Economic costs of diabetes
These can be divided into direct and indirect costs. Direct costs are those directly attributable to management of the condition, including medical costs, medication costs and the cost of hospitalization. Indirect costs are more difficult to estimate and include loss of productive employment due to illness, and the impact of diabetes upon carers and family.
In many social systems the direct costs are covered by state or private health insurance, but within such societies - including the USA - the burden can be heavy for those not covered by such schemes. In other countries the cost of diabetes is largely met by the patient, and medications such as insulin may be unaffordable for poorer members of the community.
Most estimates of the costs of diabetes are based upon direct costs, and are derived from modelling. Modelling exercises make certain key assumptions as to, for example, the prevalence of diabetes and the contribution of diabetes to the health costs of affected individuals. Not surprisingly, estimates of the costs of diabetes vary widely both within given societies, such as the USA, and from one social system to another. Furthermore, there is an understandable tendency for groups involved in lobbying, such as patient organizations, to cite the higher estimates in the attempt to raise public awareness of the condition they represent.
Notwithstanding these cautions, it is undeniable that diabetes contributes in the region of 5-10% of total health costs in many developed health care systems.
People live in communities or social networks within larger societies, and their ability to manage diabetes effectively will inevitably be affected by the attitudes and expectations of those around them.

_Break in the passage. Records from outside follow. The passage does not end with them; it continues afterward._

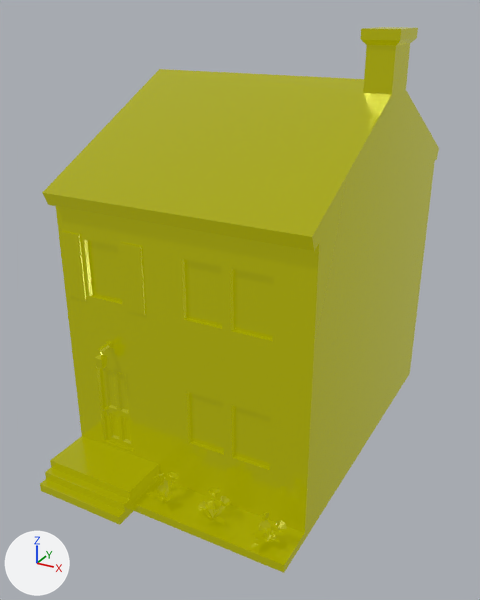
What one commit did to the glTF model public/models/building-house-block.glb.
Before and after are seen from a 50 mm camera at (7.73, -14.14, 10.27) aimed at (0.62, -1.22, 3.81). Every picture has the same lights, and +X, +Y and +Z are marked at lower left. Where no turn or scale is listed for an object, it has been applied to the vertices.

Before the edit, the objects in view are built like this:
```python
mat_lowpoly_colors_001 = bpy.data.materials.new('LOWPOLY-COLORS.001')
mat_lowpoly_colors_001.use_nodes = True; mat_lowpoly_colors_001.node_tree.nodes.clear()
_N = mat_lowpoly_colors_001.node_tree.nodes; _L = mat_lowpoly_colors_001.node_tree.links
n0 = _N.new('ShaderNodeBsdfPrincipled'); n0.name = 'Principled BSDF'
n0.inputs[1].default_value = 0.4  # 'Metallic'
n0.inputs[2].default_value = 0.187  # 'Roughness'
n0.inputs[28].default_value = 1.0  # 'Emission Strength'
n1 = _N.new('ShaderNodeOutputMaterial'); n1.name = 'Material Output'
n2 = _N.new('ShaderNodeTexImage'); n2.name = 'Image Texture'
n2.image = img_emission_color_texture
n3 = _N.new('ShaderNodeMix'); n3.name = 'Mix'
n3.data_type = 'RGBA'
n3.blend_type = 'MULTIPLY'
n3.inputs[0].default_value = 1.0  # 'Factor'
n4 = _N.new('ShaderNodeVertexColor'); n4.name = 'Color Attribute'
n5 = _N.new('ShaderNodeTexImage'); n5.name = 'Image Texture.001'
n5.image = img_base_color_texture
_L.new(n0.outputs[0], n1.inputs[0])  # 'BSDF' to 'Surface'
_L.new(n2.outputs[0], n0.inputs[27])  # 'Color' to 'Emission Color'
_L.new(n3.outputs[2], n0.inputs[0])  # 'Result' to 'Base Color'
_L.new(n4.outputs[0], n3.inputs[7])  # 'Color' to 'B'
_L.new(n5.outputs[0], n3.inputs[6])  # 'Color' to 'A'
me_building_house_block = bpy.data.meshes.new('building-house-block')
me_building_house_block.from_pydata(...)  # 998 vertices, 1664 faces; spans x -2.3..3.8, y -5.5..4.34, z 0.0..9.9
me_building_house_block.materials.append(mat_lowpoly_colors_001)
ob_building_house_block = bpy.data.objects.new('building-house-block', me_building_house_block)
ob_building_house_block.location = (0.0, 0.0, 0.0)
```
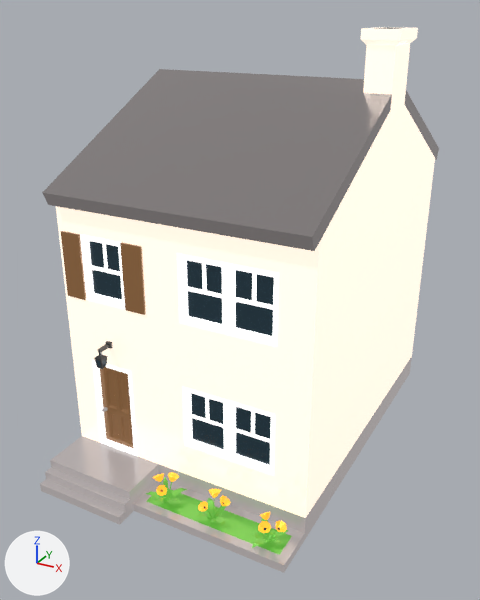
Changed parts and their boxes [x1, y1, x2, y2] in the pictures (480 x 600 px):
'building-house-block', surface changed (yellow to white): [40, 27, 439, 573] in both

The change, as a list of edits to the scene's bpy script:
```text
Add img_base:
    img_base = load_image('base', '_unpacked/base', 1024, 1024, 'sRGB')
Change mat_lowpoly_colors_001:
    where n2 = _N.new('ShaderNodeTexImage'); n2.name = 'Image Texture'
    n2.image: img_emission_color_texture -> img_base
    where n5 = _N.new('ShaderNodeTexImage'); n5.name = 'Image Texture.001'
    n5.image: img_base_color_texture -> img_base
```

These attitudes can determine the level of social support, and the ability of the person concerned to work, marry, and function effectively. The structure and organization of the wider society within which they live will largely determine their possibilities of access to effective health care.
Health care workers too often view people with diabetes in isolation from their background, expectations and aspirations. Sensitivity to such issues cannot really be taught but must nonetheless be learned by all those who wish to manage diabetes effectively.